----- Information

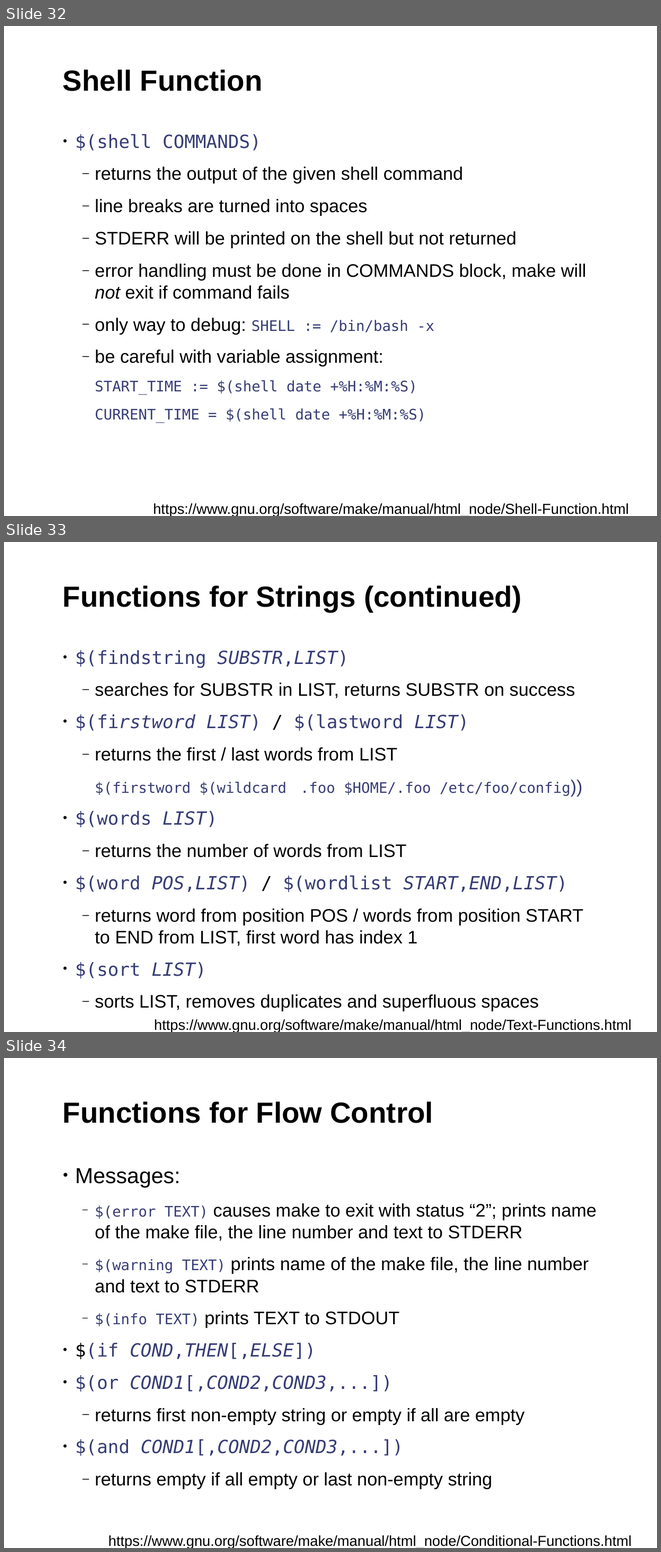
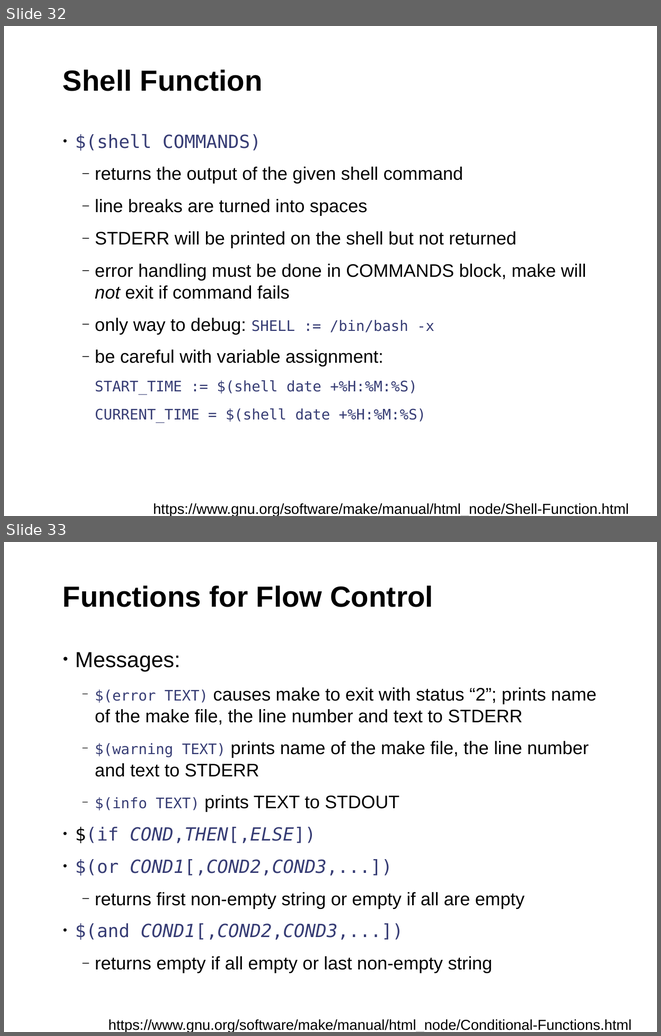
Before and after one commit to fsundermeyer/GNU_make_workshop, a slide deck: GNU_make_03_2015.odp. Shown one above the other, each under a label of ours: slides 32, 33 and 34 before the commit, slides 32 and 33 after it. The pictures are 661x1552 and 661x1036 pixels, drawn with LibreOffice and Linux fonts; fonts in the diff are those of the drawing; background and template pictures are left out. Boxes give left, top, right and bottom in pixels: in the first picture for what was removed or moved away, otherwise in the second. Text is boxed around its words. In the diff, an @@ line names an element or a change of style, - is before the commit and + after.

```diff
--- a/GNU_make_03_2015.odp
+++ b/GNU_make_03_2015.odp
@@ slide 33 removed at <box>4,542,657,1032</box>, background #FFFFFF; not listed: 1 template element that a slide beside it also shows @@
@@ title removed at <box>63,585,522,612</box> @@
-Functions for Strings (continued)
@@ text removed at <box>75,650,583,978</box> @@
-• $(findstring SUBSTR,LIST)
-  ‒ searches for SUBSTR in LIST, returns SUBSTR on success
-• $(firstword LIST) / $(lastword LIST)
-  ‒ returns the first / last words from LIST
-  $(firstword $(wildcard .foo $HOME/.foo /etc/foo/config))
-• $(words LIST)
-  ‒ returns the number of words from LIST
-• $(word POS,LIST) / $(wordlist START,END,LIST)
-  ‒ returns word from position POS / words from position START to END from LIST, first word has index 1
-• $(sort LIST)
-  ‒ sorts LIST, removes duplicates and superfluous spaces
@@ text removed at <box>154,1019,632,1032</box> @@
-https://www.gnu.org/software/make/manual/html_node/Text-Functions.html
@@ what was slide 34 is now slide 33 @@
```
Also in this commit, not shown: 3 slides changed, 3 other files.

----------

Requirement: Transcribe each entry above exactly, apart from the pictures.

Solution to the problem:
Before and after one commit to fsundermeyer/GNU_make_workshop, a slide deck: GNU_make_03_2015.odp. Shown one above the other, each under a label of ours: slides 32, 33 and 34 before the commit, slides 32 and 33 after it. The pictures are 661x1552 and 661x1036 pixels, drawn with LibreOffice and Linux fonts; fonts in the diff are those of the drawing; background and template pictures are left out. Boxes give left, top, right and bottom in pixels: in the first picture for what was removed or moved away, otherwise in the second. Text is boxed around its words. In the diff, an @@ line names an element or a change of style, - is before the commit and + after.

```diff
--- a/GNU_make_03_2015.odp
+++ b/GNU_make_03_2015.odp
@@ slide 33 removed at <box>4,542,657,1032</box>, background #FFFFFF; not listed: 1 template element that a slide beside it also shows @@
@@ title removed at <box>63,585,522,612</box> @@
-Functions for Strings (continued)
@@ text removed at <box>75,650,583,978</box> @@
-• $(findstring SUBSTR,LIST)
-  ‒ searches for SUBSTR in LIST, returns SUBSTR on success
-• $(firstword LIST) / $(lastword LIST)
-  ‒ returns the first / last words from LIST
-  $(firstword $(wildcard .foo $HOME/.foo /etc/foo/config))
-• $(words LIST)
-  ‒ returns the number of words from LIST
-• $(word POS,LIST) / $(wordlist START,END,LIST)
-  ‒ returns word from position POS / words from position START to END from LIST, first word has index 1
-• $(sort LIST)
-  ‒ sorts LIST, removes duplicates and superfluous spaces
@@ text removed at <box>154,1019,632,1032</box> @@
-https://www.gnu.org/software/make/manual/html_node/Text-Functions.html
@@ what was slide 34 is now slide 33 @@
```
Also in this commit, not shown: 3 slides changed, 3 other files.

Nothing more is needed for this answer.